Natural variation in gene expression is extensive in humans and other organisms, and variation in the baseline expression level of many genes has a heritable component. To localize the genetic determinants of these quantitative traits (expression phenotypes) in humans, we used microarrays to measure gene expression levels and performed genome-wide linkage analysis for expression levels of 3,554 genes in 14 large families. For approximately 1,000 expression phenotypes, there was significant evidence of linkage to specific chromosomal regions. Both cis- and trans-acting loci regulate variation in the expression levels of genes, although most act in trans. Many gene expression phenotypes are influenced by several genetic determinants. Furthermore, we found hotspots of transcriptional regulation where significant evidence of linkage for several expression phenotypes (up to 31) coincides, and expression levels of many genes that share the same regulatory region are significantly correlated. The combination of microarray techniques for phenotyping and linkage analysis for quantitative traits allows the genetic mapping of determinants that contribute to variation in human gene expression.

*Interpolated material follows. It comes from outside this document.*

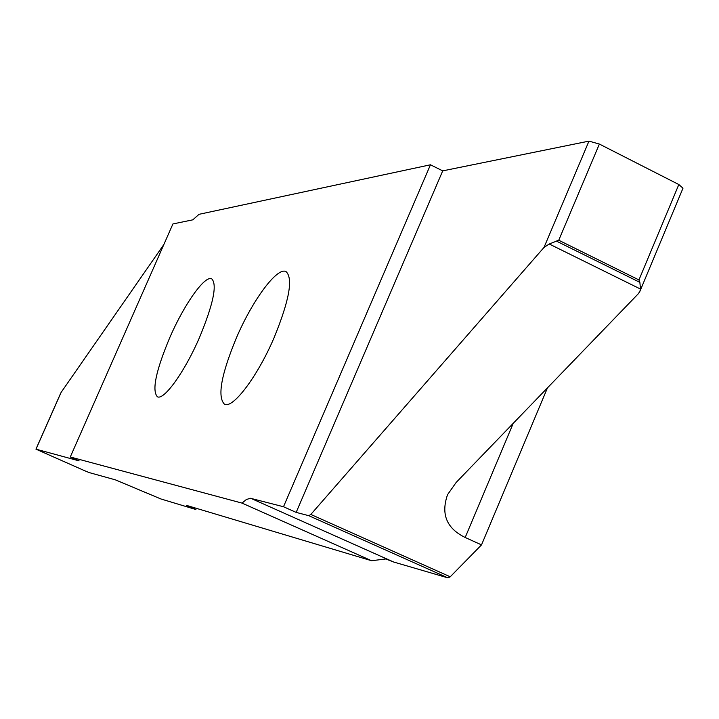<?xml version="1.0" encoding="UTF-8"?>
<svg xmlns="http://www.w3.org/2000/svg" width="719" height="719" viewBox="0 0 719 719"><rect width="100%" height="100%" fill="white"/><g stroke="black" fill="none" stroke-linecap="round" stroke-linejoin="round"><path stroke-width="1.08" d="M169.774 337.615C155.906 370.743 151.763 390.444 157.344 396.726C163.797 400.825 184.693 371.858 199.442 337.642C213.282 304.2 217.39 284.607 211.763 278.864C204.951 274.883 184.145 304.371 169.774 337.615M274.101 337.687C289.317 300.407 293.298 278.388 286.063 271.62C277.291 266.578 252.621 299.976 236.488 337.66C221.209 374.554 217.192 396.726 224.409 404.168C232.659 409.318 257.492 376.612 274.101 337.687M172.92 223.942L192.818 219.834L199.019 214.316L430.456 164.786L283.502 506.742L250.41 498.267L246.329 499.525L242.024 503.102L70.282 456.987L172.92 223.942M588.969 141.122L544.013 247.426L549.235 244.002L558.744 240.245L599.376 144.061L588.969 141.122L442.715 170.87L430.456 164.786M599.376 144.061L678.826 184.531L638.948 279.934L639.874 282.36L640.485 289.056L639.847 291.492L638.095 293.981L456.143 482.467L447.578 494.627C440.729 514.121 446.598 528.411 465.184 537.488L513.24 423.32M640.09 290.898L682.987 188.198L678.826 184.531M547.474 387.856L481.514 544.885L450.238 576.791L310.824 514.453L308.819 515.694L296.165 512.395L283.502 506.742M308.819 515.694L448.009 577.896L450.238 576.791M448.009 577.896L393.715 562.033L250.895 498.357M196.359 508.324L195.847 509.501L186.545 505.394L371.57 560.73L385.761 558.96L393.715 562.033M195.847 509.501L160.966 498.986L115.4 479.861L89.156 472.572L84.348 470.586L35.95 449.159L79.117 460.888L70.282 456.987M544.013 247.426L310.824 514.453M481.514 544.885L465.184 537.488M558.744 240.245L638.948 279.934M371.57 560.73L242.024 503.102M442.715 170.87L296.165 512.395M36.013 449.168L61.106 392.412L163.86 244.514M61.106 392.412L60.567 393.635M549.235 244.002L640.485 289.056M639.874 282.36L556.254 241.009M35.95 449.159L60.809 392.925"/></g></svg>

Natural variation in human gene expression assessed in lymphoblastoid cells.

The sequencing of the human genome has resulted in greater attention to genetic variation among individuals, and variation at the DNA sequence level is now being extensively studied. At the same time, it has become possible to study variation at the level of gene expression by various methods. At present, it is largely unknown how widespread this variation in transcript levels is over the entire genome and to what extent individual differences in expression level are genetically determined. In the present study, we used lymphoblastoid cells to examine variation in gene expression and identified genes whose transcript levels differed greatly among unrelated individuals. We also found evidence for familial aggregation of expression phenotype by comparing variation among unrelated individuals, among siblings within families and between monozygotic twins. These observations suggest that there is a genetic contribution to polymorphic variation in the level of gene expression.